Ein gutes Beispiel dafür ist bei uns: Seitdem die neue Amtsleiterin im Amt Biosphärenreservat Südost-Rügen tätig ist, ist die Selliner Erklärung aufgehoben worden. Sie wissen, was es da für Scherereien gab auf der Insel Rügen. Jetzt ist es ein Miteinander zwischen den Kommunen und dem Amt für das Biosphärenreservat. Ein großer Schritt – damals auch von uns eingeleitet – war die Einberufung eines Biosphärenreservatsbeirates. Das zeigt, dass die Großschutzgebiete in Mecklenburg-Vorpommern wirklich zu einem Erfolg werden können. – Danke schön.
(Beifall vonseiten der Fraktionen der SPD und CDU – Zuruf von Dr. Ursula Karlowski, BÜNDNIS 90/DIE GRÜNEN)

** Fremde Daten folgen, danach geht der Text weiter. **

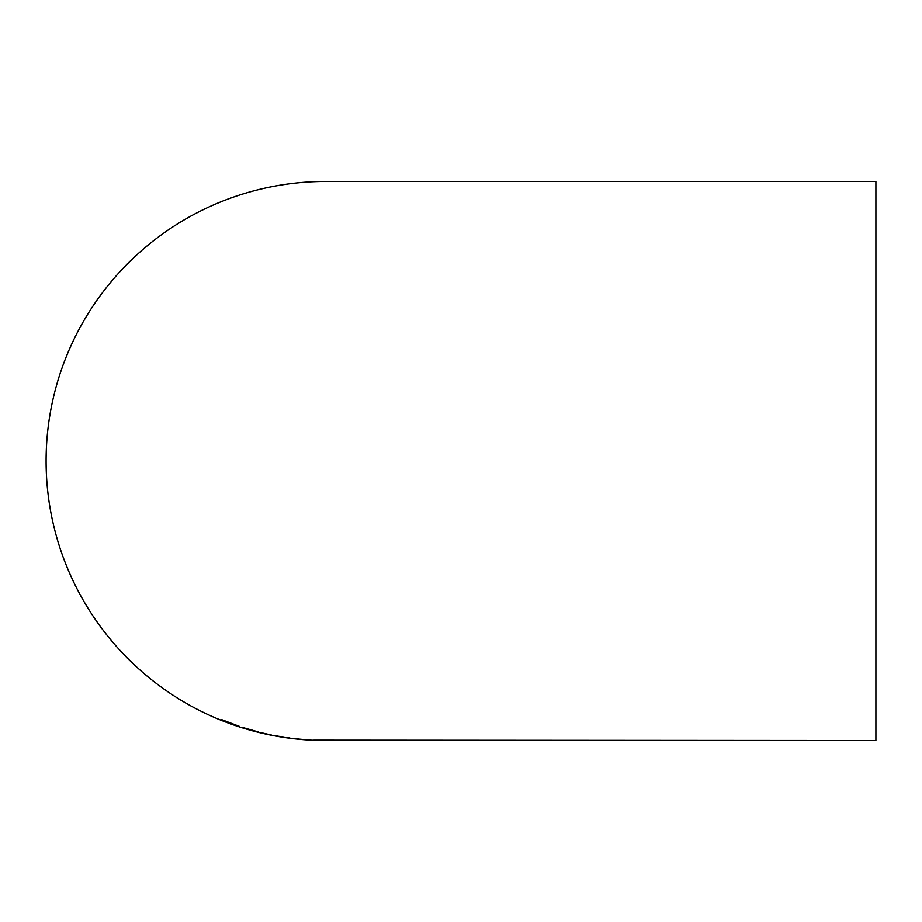 <?xml version="1.0" encoding="UTF-8"?>
<svg xmlns="http://www.w3.org/2000/svg" width="922" height="922" viewBox="0 0 922 922"><rect width="100%" height="100%" fill="white"/><g stroke="black" fill="none" stroke-linecap="round" stroke-linejoin="round"><path stroke-width="1.38" d="M313.768 740.159L875.9 740.539L875.9 181.461L325.639 181.461A279.539 279.539 0 0 0 46.1 461A279.539 279.539 0 0 0 325.639 740.539L327.206 740.539M313.768 740.239L326.273 740.539M303.983 739.559L295.201 738.729L303.983 739.559M294.856 738.729L303.038 739.571L294.856 738.729M282.777 736.851L274.065 735.629L282.777 736.851M262.102 732.99L271.725 735.099L262.125 732.921M250.991 729.763L242.486 727.712L259.14 732.368L250.991 729.763M239.005 726.225L221.511 719.563L221.407 720.163L230.696 723.724L239.005 726.225M221.534 719.483L221.407 720.163M221.441 720.094L224.899 721.465M236.228 725.568L239.57 726.617M239.029 726.156L235.225 725.072M235.467 725.038L224.968 721.039M230.408 723.309L236.124 725.395M235.225 725.061L233.393 724.392M236.389 725.602L230.385 723.39M242.889 727.423L246.105 728.495M246.128 728.426L247.96 728.887M254.288 730.685L255.532 731.169M244.653 728.299L246.67 728.899M254.057 730.846L258.483 731.884M276.6 735.814L277.741 736.102M287.491 737.588L289.877 737.969M297.103 738.856L298.555 739.087M298.567 739.018L299.304 739.087M325.305 740.458L317.94 740.389L325.305 740.458"/></g></svg>

Sehr geehrte Frau Präsidentin! Sehr geehrte Damen und Herren! Die Gunst der Stunde nutzend haben in der Zeit der politischen Wende einige Akteure des Naturschutzes der DDR, und auch einen Menschen aus Bonn möchte ich hier noch mal nennen, Herrn Müller-Helmbrecht, die wegweisenden Schritte eingeleitet, um die heute als „Tafelsilber der deutschen Vereinigung“ geltenden Gebiete – ein Begriff, den der damalige Umweltminister Töpfer prägte – unter Schutz stellen zu können. Wichtige Namen in dieser Zeit sind Hannes Knapp, Michael Succow,
Lebrecht Jeschke, Ulrich Meßner, Lutz Reichhoff, Jörn Mothes, Uwe Wegener, Matthias Freude, Stefan Schoeneck sowie der gerade erwähnte Arnulf MüllerHelmbrecht
und sicher noch weitere, die ich jetzt hier nicht nenne, weil ich sie nicht alle recherchieren konnte und mich selber zu der Zeit weit ab vom Geschehen aufgehalten habe.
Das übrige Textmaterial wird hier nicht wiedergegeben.